Let n = s/RsinO + 1 for integers n greater than 1, (at n = 1, sinO would need to be infinite which can't happen)

Then we can substitute this index, n, for -F1/F2 and get a mental picture of how various model parameters change with it. For example, solve for theta, O, the torquing angle of the wheel in the expression for n.

O = arcsin(s/R(n-1))

Now, let's see what F2 looks like in terms of this n. The total force on the edge of the wheel where it touches the track must be

F = F1 + F2

Substituting F1 = -nF2

F = -nF2 + F2

Simplify and swap sides

F2(1-n) = F

Divide through to isolate F2 (to a point)

F2 = -F/(n-1)

What is F1 in terms of n? This time substitute F2 = -F1/n

F = F1 - F1/n

Simplify and swap sides

F1(1-1/n) = F

Normalize the term in parentheses so the n can be divided out

F1(n-1)/n = F

Now multiply and divide through to isolate F1

F1 = Fn/(n-1)

What it all means

Axle friction is the total amount of friction experienced by your wheel as the result of the wheel rubbing against its axle. The forces F1 and F2 both contribute directly to the axle force that becomes friction. Though F1 + F2 = F, and F1 is in the opposite direction of F2, when the axle friction is calculated, it is the absolute values of F1 and F2 that are used to calculate that friction. This is because there are equal and opposite forces pushing against them, these stresses create the force at right angles to the axle that create the friction.

As noted above, F/F1 = (1-1/n) is less than one by 1/n, so F1 is already, by itself, greater than F! When the magnitudes (absolute values) of F1 and F2 are added to get the total axle friction, they give a result greater than F.

|F1| + |F2|= Fn/(n-1) + F/(n-1) (the bars, |X|, indicate absolute value)

Simplify to get

|F1| + |F2|= F(n+1)/(n-1)

This expression shows an increase in F of (n+1)/(n-1) for n > 1. At n = 2, the lowest ratio in our index, the friction causing force is three times greater than that of a wheel that is flat on the track. That would be a wheel slanted at an angle of about 27.5 degrees, definitely noticeable. As n increases, O decreases. At n = 27 (about 1 degree of tilt) the friction force is about 1.08 times that of the "squared up" wheel. The extra friction force is less but probably still more than that gained by decreasing the wheel's moment of inertia by cutting the wheels.

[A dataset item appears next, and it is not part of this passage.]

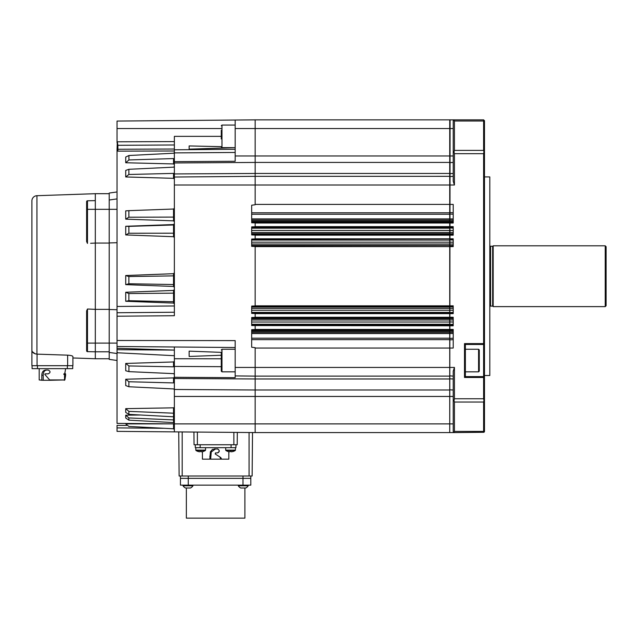 <?xml version="1.0" encoding="UTF-8"?>
<svg xmlns="http://www.w3.org/2000/svg" width="638" height="638" viewBox="0 0 638 638"><rect width="100%" height="100%" fill="white"/><g stroke="black" fill="none" stroke-linecap="round" stroke-linejoin="round"><path stroke-width="0.96" d="M180.442 478.356L180.442 485.135L250.806 485.135L250.806 478.356L180.442 478.356L180.442 476.012L180.442 478.356L188.266 478.356L188.266 476.012M242.99 485.135L242.99 478.356L250.806 478.356L250.806 476.012M248.206 485.135L248.206 485.797L238.301 485.797A5.822 5.822 0 0 0 240.773 488.006L245.726 488.006A5.822 5.822 0 0 0 248.206 485.797L248.206 485.135M238.301 485.135L238.301 485.797M183.05 485.797L183.05 485.135L183.05 485.797A5.822 5.822 0 0 0 185.53 488.006L190.475 488.006A5.822 5.822 0 0 0 192.955 485.797L183.05 485.797A5.822 5.822 0 0 0 185.53 488.006M192.955 485.135L192.955 485.797M205.548 447.693L205.548 450.125L195.818 450.125L195.818 447.693L195.818 450.125A0.471 0.471 0 0 0 196.041 450.516A8.685 8.685 0 0 0 198.402 451.56L198.418 451.537A8.661 8.661 -179.9 0 0 199.702 451.784L200.045 451.537A8.517 7.624 -0 0 0 200.683 451.56A8.517 7.624 -0 0 0 201.329 451.537L201.329 451.537M205.548 450.125A0.471 0.471 180 0 1 205.332 450.516L196.041 450.516A8.685 8.685 0 0 0 198.402 451.56M205.332 450.516A8.685 8.685 0 0 1 202.964 451.56L202.964 451.56A8.661 8.661 -179.9 0 1 201.664 451.784L201.329 451.784M225.7 447.693L225.7 450.125A0.471 0.471 0 0 0 225.924 450.516A8.685 8.685 0 0 0 228.284 451.56L228.3 451.537A8.661 8.661 -179.9 0 0 229.584 451.784L229.927 451.537A8.517 7.624 -0 0 0 230.565 451.56A8.517 7.624 -0 0 0 231.211 451.537L231.211 451.537M231.211 451.784L231.546 451.784A8.661 8.661 -179.9 0 0 232.838 451.537L232.846 451.56A8.685 8.685 0 0 0 235.215 450.516A0.471 0.471 180 0 0 235.43 450.125L235.43 447.693L235.43 450.125A0.471 0.471 180 0 1 235.215 450.516L225.924 450.516M244.888 488.006L244.888 518.144L186.36 518.144L186.36 488.006M242.99 476.012L242.99 478.356L188.266 478.356L188.266 485.135M218.052 449.064L217.287 448.913C219.863 450.245 219.863 451.576 217.287 452.908L215.492 452.908L215.181 453.945L220.796 457.59L221.609 459.161L228.827 459.161L228.827 451.664M202.445 459.161L209.798 459.161L210.404 451.784L212.494 449.359L217.287 448.913M215.516 448.913L214.496 448.913L215.516 448.913L211.242 452.015L210.404 451.784M209.798 459.161L210.66 459.161L211.242 452.015M210.66 459.161L220.748 459.161L219.927 457.023L220.796 457.59M215.421 454.096L215.492 452.908M218.052 452.757L219.129 451.688M219.129 451.68L219.281 450.883M220.748 459.161L221.609 459.161M212.494 449.359L210.604 451.752L211.338 451.752M209.766 456.25L210.628 456.218M195.3 444.742L195.3 447.693L235.956 447.693L235.956 444.742M39.197 368.644L39.197 379.937L43.217 380.288L43.217 375.248C43.28 372.082 44.437 370.343 46.67 370.032M43.217 380.288L49.947 380.288L44.859 374.45L45.059 373.86L48.185 373.86C50.641 372.584 50.641 371.308 48.185 370.032L45.8 370.032C43.224 370.343 41.901 372.082 41.821 375.248L41.821 379.937M49.955 379.937L64.534 379.937L49.947 380.288M64.215 380.288L64.861 379.937L65.602 375.567L64.837 372.504M86.624 209.328L86.624 201.648L87.478 200.779L87.478 243.429L86.624 241.571L86.624 209.328L95.317 209.328L95.317 193.689L36.932 195.699A5.216 5.216 0 0 0 31.9 200.906L31.9 350.007C31.916 352.256 33.591 353.635 36.932 354.138L67.692 355.167C70.874 355.398 72.612 355.852 72.899 356.522L72.899 365.694L72.899 357.974L95.317 358.739L95.317 351.793L109.21 351.793L95.317 351.793L95.317 343.108L109.21 343.108L109.21 359.377L117.033 360.478M86.624 347.574L86.624 350.788A0.869 0.869 180 0 0 87.478 351.658L86.624 350.788L86.624 310.865L87.478 309.007L87.478 351.658L95.317 351.793L95.317 358.739L109.21 358.739M72.899 365.694L37.459 365.694L37.459 368.644L32.075 368.644L32.075 365.694M87.478 309.007L95.317 309.366L95.317 243.07L109.21 243.07M90.612 243.285L95.317 243.07L95.317 343.108L86.624 343.108M87.207 200.826A0.869 0.869 0 0 0 86.624 201.648L86.624 204.862M86.776 201.161L86.624 201.648A0.869 0.869 180 0 1 87.478 200.779L89.759 200.739M37.459 365.694L31.9 365.694L31.9 200.906M173.528 273.694L125.718 275.528L125.718 284.628L173.528 286.462L173.528 273.694L174.365 272.737M174.365 287.419L173.528 286.462M174.365 285.146L173.544 284.54L128.884 283.75L125.718 284.628M251.675 331.289L449.734 331.289L449.734 338.196L251.675 338.196M251.675 318.753L449.734 318.753L449.734 324.264L251.675 324.264M251.675 307.053L449.734 307.053L449.734 312.381L251.675 312.381M251.675 240.055L449.734 240.055L449.734 245.383L251.675 245.383M251.675 228.173L449.734 228.173L449.734 233.683L251.675 233.683M251.675 214.24L449.734 214.24L449.734 221.147L251.675 221.147M221.274 352.192L221.274 371.141L221.274 352.192M454.431 121.021L454.431 150.393L483.612 150.393L483.612 121.021L454.431 121.021L454.017 120.151L454.431 119.856L450.085 119.856L453.211 119.856L450.085 119.856L449.734 432.333M221.274 138.948L221.274 130.272M479.274 360.542L479.274 371.141L478.58 371.834L478.58 349.249L479.274 349.943L479.274 360.542M489.809 176.925L489.809 375.511L489.809 176.925L484.481 176.925M490.048 246.164L492.648 246.332L492.648 306.096L493.174 306.623L605.231 306.623L605.231 245.813L606.1 246.683L606.1 305.754L605.231 306.623M492.648 246.332L493.174 245.813L493.174 306.623M117.033 164.157L117.033 191.958L109.21 193.051L109.21 343.108L117.033 343.108M174.365 145.049L174.365 152.649L173.528 153.232L128.932 155.505L128.932 159.947L173.528 158.567L174.365 159.125L174.341 152.777M221.274 136.357L174.365 136.357L174.365 149.021L117.894 149.26L117.894 151.142L174.365 150.983M234.465 147.649L189.135 149.156L189.135 145.942L221.274 146.66M172.005 423.871L117.033 423.393L117.033 352.08L117.855 352.798L174.365 355.701L174.365 366.076L173.528 366.81L173.528 361.953L174.365 361.172M109.21 352.431L117.033 353.532L117.033 348.292L174.365 350.095L174.365 346.984M221.274 355.254L189.135 356.467L189.135 351.139L221.274 352.367M479.274 354.425L479.274 349.943M483.612 376.611L483.612 344.472L465.373 344.472L465.373 376.611L483.612 376.611L484.481 377.481L484.481 152.147L483.915 151.948L483.612 153.678L454.431 153.678L454.431 185.004L453.211 181.216L453.211 120.726L454.017 120.151M483.867 432.325L484.481 431.711L484.481 377.481M484.481 152.147L484.481 120.726L483.867 120.111M483.612 431.416L483.612 402.044L454.431 402.044L454.431 431.416L483.612 431.416L483.915 432.285L454.431 432.58L454.017 432.285L454.431 431.416M454.431 402.044L454.017 400.489L454.431 398.758L483.612 398.758L483.915 400.489L484.481 400.289M454.017 432.285L453.211 431.711L453.211 400.289L454.017 400.489M453.211 152.147L454.017 151.948L454.431 150.393M454.431 119.856L483.612 119.856L483.612 121.021M483.612 150.393L483.915 151.948M465.373 344.472L464.504 343.603L483.612 343.603L483.867 344.217L484.481 343.603M483.915 400.489L483.612 402.044M453.211 400.289L453.211 371.212L454.431 367.432L454.431 398.758M251.675 339.647L449.734 339.647L449.734 348.037L453.211 348.037L453.211 329.423L449.734 329.423L449.734 325.803L251.675 325.547L251.675 317.517L255.152 317.373L255.152 313.529L251.675 313.386L251.675 306.081L255.152 305.937L255.152 246.491L251.675 246.356L251.675 239.051L255.152 238.907L255.152 235.055L251.675 234.92L251.675 226.889L255.152 226.745L255.152 222.901L251.675 222.758L251.675 205.213L255.152 204.766L255.152 173.456L449.734 173.456L449.734 185.004L454.431 185.004M251.675 324.933L449.734 324.933L449.734 325.803L453.211 325.803L453.211 317.261L449.734 317.261L449.734 313.641L255.152 313.641M255.152 305.825L449.734 305.825L449.734 246.611L453.211 246.611L453.211 238.795L449.734 238.795L449.734 235.175L453.211 235.175L453.211 226.634L449.734 226.634L449.734 223.013L453.211 223.013L453.211 204.399L449.734 204.399L449.734 185.004L174.365 185.004L174.365 315.714L117.033 316.217L117.033 149.627L117.894 149.26L117.894 145.304L174.365 144.986M454.431 153.678L454.017 151.948M483.612 343.603L483.612 153.678M483.867 376.867L483.612 377.481L464.504 377.481L465.373 376.611M483.612 398.758L483.612 377.481M251.675 312.779L449.734 312.779L449.734 313.641L453.211 313.641L453.211 305.825L449.734 305.825L449.734 306.695L251.675 306.695M453.211 376.117L449.734 375.87M454.431 432.58L450.085 432.58M453.211 176.319L449.734 176.566M125.718 275.528L128.884 276.549L173.528 275.879L174.365 275.313M128.884 276.549L128.884 283.75M173.528 224.552L125.718 226.275L128.884 226.378L128.884 233.237L173.544 233.205L173.528 224.552L174.365 223.651M128.884 226.378L173.528 224.975L174.365 224.153M128.884 217.215L125.718 219.145L173.528 220.844L173.528 209.033L128.884 210.66L128.884 217.215L174.365 217.095M173.528 290.426L125.718 292.252L128.884 293.552L128.884 300.689L173.544 301.726L173.528 290.426L174.365 289.469M128.884 293.552L173.528 293.153L174.365 292.69M173.528 361.953L125.718 363.445L128.932 365.949L173.528 366.81M128.932 365.949L128.932 371.635L173.528 373.629L174.365 374.378L174.341 366.26M173.528 423.871L125.718 423.895L128.884 426.447L173.528 428.784L174.365 429.653L173.544 428.784L173.528 423.871L174.365 423.855M140.48 415.003L125.718 415.194L128.884 417.938L128.884 420.163L173.544 422.595L173.528 416.789L174.365 417.802M128.884 417.938L173.528 419.924L174.365 420.546M173.528 407.826L125.718 408.647L128.884 411.382L128.884 414.373L173.528 416.789L173.528 407.826L174.365 407.387M128.884 411.382L173.528 413.193L174.365 413.727M128.932 159.947L125.718 162.754L125.718 157.052L128.932 155.505M125.718 162.754L173.528 163.934L173.528 158.567M174.365 164.564L173.528 163.934M174.365 159.125L174.365 166.486L173.528 167.164L128.884 169.301L128.884 174.485L125.718 176.957L173.528 178.321L173.528 173.392L174.365 174.054M174.365 120.566L235.175 120.04L235.175 161.27L174.365 161.637M125.718 176.957L125.718 170.41L128.884 169.301M128.884 174.485L173.528 173.392M125.718 219.145L125.718 210.867L128.884 210.66M128.884 233.237L125.718 234.936L173.528 236.698L173.528 233.205L174.365 233.508M125.718 226.275L125.718 234.936M128.884 300.689L125.718 301.272L173.528 303.074L173.528 301.726L174.365 302.428M125.718 292.252L125.718 301.272M449.734 214.24L449.734 212.789L251.675 212.789M251.675 222.144L449.734 222.144L449.734 221.147M449.734 228.173L449.734 227.495L251.675 227.495M251.675 234.305L449.734 234.305L449.734 233.683M449.734 240.055L251.675 239.657M251.675 245.742L449.734 245.383M449.734 312.779L449.734 312.381M449.734 318.753L449.734 318.123L251.675 318.123M449.734 324.933L449.734 324.264M454.431 367.432L449.734 367.432L449.734 376.117L255.152 376.117L255.152 347.67L251.675 347.224L251.675 329.679L255.152 329.535L255.152 325.803M449.734 331.289L449.734 330.285L251.675 330.285M449.734 339.647L449.734 338.196M235.175 155.983L449.734 155.983L449.734 162.427L255.152 162.427L255.152 119.856L449.734 119.856L449.734 128.541L453.211 128.541M453.211 155.983L449.734 155.983L449.734 128.541L235.175 128.541M449.734 162.427L449.734 173.456M255.152 204.399L449.734 204.399L449.734 212.789M449.734 222.144L449.734 223.013L255.152 223.013M255.152 226.634L449.734 226.634L449.734 227.495M449.734 234.305L449.734 235.175L255.152 235.175M255.152 238.795L449.734 238.795L449.734 239.657M449.734 245.742L449.734 246.611L255.152 246.611M255.152 317.261L449.734 317.261L449.734 318.123M255.152 329.423L449.734 329.423L449.734 330.285M117.033 348.292L117.033 340.493L235.175 340.604L235.175 367.432L449.734 367.432L449.734 348.037L255.152 348.037M449.734 376.117L449.734 396.453L255.152 396.453L255.152 390.001L449.734 390.001M453.211 423.895L449.734 423.895L449.734 396.453L453.211 396.453M174.365 423.895L449.734 423.895L449.734 432.58L255.152 432.58L255.152 396.453L174.365 396.453L174.365 431.87L255.152 432.572M174.365 237.623L173.528 236.698M174.365 221.737L173.528 220.844M174.365 208.148L173.544 209.033M174.365 179.047L173.528 178.321M174.365 166.486L174.365 177.029L255.152 176.327L449.734 176.319M174.365 304.015L173.528 303.074M255.152 162.427L255.152 173.456L174.365 173.935M128.932 371.635L125.718 370.742L125.718 363.445M174.365 374.378L174.365 382.274L173.528 382.912L173.528 377.911L174.365 377.21M235.175 367.432L235.175 377.68L174.365 377.289M173.528 377.911L125.718 379.235L128.884 381.747L173.528 382.912M128.884 381.747L128.884 386.756L125.718 385.559L125.718 379.235M128.884 386.756L173.528 388.925L174.365 389.587M128.884 414.373L125.718 412.419L125.718 408.647M128.884 420.163L125.718 418.002L125.718 415.194M125.718 423.895L142.513 423.616M237.208 444.742L237.312 432.42L237.208 444.742L194.048 444.742L193.936 432.038M174.365 423.584L173.544 422.595M174.365 382.274L174.365 396.453M449.734 378.98L255.152 378.98L255.152 376.117L235.175 375.934M174.365 378.501L255.152 378.972L255.152 390.001L174.365 389.475M252.512 432.548L252.138 476.012L179.118 476.012L178.736 431.902M254.666 119.864L252.584 119.888M255.152 119.864L117.033 121.068L117.033 128.541L221.274 128.541M117.033 149.627L117.288 141.796L174.365 141.596M117.288 141.796L117.894 145.304M174.365 177.029L174.365 185.004M221.274 358.787L174.365 358.731L174.365 354.473M117.033 132.289L117.033 136.357M117.033 142.76L117.033 128.541M117.894 151.142L117.033 150.688M117.033 306.455L174.365 305.977M117.033 312.74L174.365 312.237M117.033 340.493L117.033 316.217M117.033 346.49L235.175 347.519M117.033 349.704L174.326 350.079M174.365 431.87L117.033 431.368L117.033 425.355L126.635 425.458M109.21 200.005L117.033 198.904M109.21 242.934L117.033 242.711M109.21 309.502L117.033 309.725M87.207 351.61A0.869 0.869 180 0 1 86.624 350.788M87.478 351.658L95.317 351.793L87.478 351.658M95.317 309.366L109.21 309.366M117.033 209.328L95.317 209.328L95.317 243.07L90.963 243.269M87.478 200.779L95.317 200.643M35.289 353.891L32.386 351.769M71.384 355.677L70.595 355.494M42.1 380.288L39.197 379.937M65.578 373.86L63.84 373.86L65.578 373.86L65.602 375.527M65.602 368.644L64.534 375.248L64.534 379.937M72.732 365.694L72.732 368.644L37.459 368.644M235.43 450.125L225.7 450.125M221.601 459.161L220.74 458.602M231.092 447.693L231.092 444.742M200.165 447.693L200.165 444.742M67.644 365.694L67.644 355.159M36.932 195.699L36.932 354.138M235.175 349.249L221.968 349.249L221.968 371.834L221.274 371.141M449.734 242.169L251.675 242.169M449.734 230.422L251.675 230.422M449.734 218.89L251.675 218.89M235.175 125.064L221.968 125.064L221.968 147.649L221.274 146.955M449.734 242.225L453.211 242.169M449.734 230.501L453.211 230.422M449.734 218.986L453.211 218.89M453.211 338.196L449.734 338.435M453.211 324.264L449.734 324.511M453.211 312.381L449.734 312.628M490.566 246.332L490.566 306.096L492.648 306.096M174.365 149.794L235.175 149.276M174.365 350.095L174.365 355.701M464.504 377.481L464.504 343.603M453.211 308.417L449.734 308.361M453.211 310.259L449.734 310.204M453.211 312.779L449.734 313.027M453.211 318.123L449.734 317.876M453.211 318.753L449.734 318.506M453.211 319.981L449.734 319.909M453.211 322.007L449.734 321.935M453.211 324.933L449.734 325.181M453.211 330.285L449.734 330.037M453.211 331.289L449.734 331.042M453.211 332.382L449.734 332.294M453.211 333.538L449.734 333.451M453.211 339.647L449.734 339.887M453.211 378.98L449.734 378.812M453.211 390.001L449.734 389.818M453.211 162.427L449.734 162.61M453.211 173.456L449.734 173.624M453.211 212.789L449.734 212.55M453.211 214.24L449.734 214.001M453.211 220.054L449.734 220.142M453.211 221.147L449.734 221.394M453.211 222.144L449.734 222.391M453.211 227.495L449.734 227.248M453.211 228.173L449.734 227.925M453.211 232.447L449.734 232.519M453.211 233.683L449.734 233.931M453.211 234.305L449.734 234.553M453.211 239.657L449.734 239.409M453.211 240.055L449.734 239.808M453.211 244.019L449.734 244.067M453.211 245.383L449.734 245.63M453.211 245.742L449.734 245.989M453.211 306.695L449.734 306.447M453.211 307.053L449.734 306.806M174.365 152.897L235.175 152.466M251.675 220.054L449.734 220.054M251.675 232.447L449.734 232.447M251.675 244.019L449.734 244.019M449.734 308.417L251.675 308.417M251.675 310.259L449.734 310.259M449.734 319.981L251.675 319.981M251.675 322.007L449.734 322.007M449.734 332.382L251.675 332.382M251.675 333.538L449.734 333.538M174.365 162.961L255.152 162.435M174.365 366.419L221.274 366.667M249.067 476.012L249.067 432.516M233.867 444.742L233.867 432.389M197.381 444.742L197.381 432.07M182.181 476.012L182.181 431.934M117.033 427.891L164.421 428.305M37.068 354.146L37.068 365.694M63.824 374.45L65.555 374.45M43.217 375.248L41.821 375.248M67.341 368.644L67.341 365.694M245.726 488.006A5.822 5.822 0 0 0 248.206 485.797M232.846 451.56A8.685 8.685 0 0 0 235.215 450.516M202.421 459.161L202.421 451.664M235.175 371.834L221.968 371.834M221.968 125.064L221.274 125.758M465.373 371.834L478.58 371.834M489.809 375.511L484.481 375.511M493.174 245.813L605.231 245.813M490.048 306.272L490.566 306.096M465.373 349.249L478.58 349.249M221.968 349.249L221.274 349.943M151.453 427.627L173.68 428.8M235.175 147.649L221.968 147.649M95.317 193.689L109.21 193.689"/></g></svg>

Where is the critical slant angle that makes it worth while to cut tread? One can use the closed model to simulate the effect of wheel torquing on race time. The factor for the increase in F of (2RsinO/s + 1) or (n+1)/(n-1) can be directly multiplied by the axle friction coefficient to get a new one that accounts for this problem. With these facts, we can stage a virtual race to find the critical angle, O.

First, run the race with a reference car and the perfect cut wheel car. Next, change the amount of axle friction on the "perfect" cut tread car so it's time is as close as possible to the reference car. This is where a computer program really helps! Then determine the increase factor in the axle friction needed to match the race times, call it z, and solve z = (n+1)/(n-1) for n.

z = (n+1)/(n-1)

Multiply through by n-1 and distribute

zn - z = n + 1

Subtratct n from both sides and collect terms in n

n(z-1) - z = 1

Add z to both sides

n(z-1) = z+1

Devide through by z-1 and amazingly, the result looks like we just swapped n for z.

n = (z+1)/(z-1)

Now, solve for O using the equation for O(n) from above and call it Oc (c for "critical"):

Oc = arcsin(s/R(n-1))

That is how you can find the critical angle. A slant less than Oc is worth it, otherwise, it is not.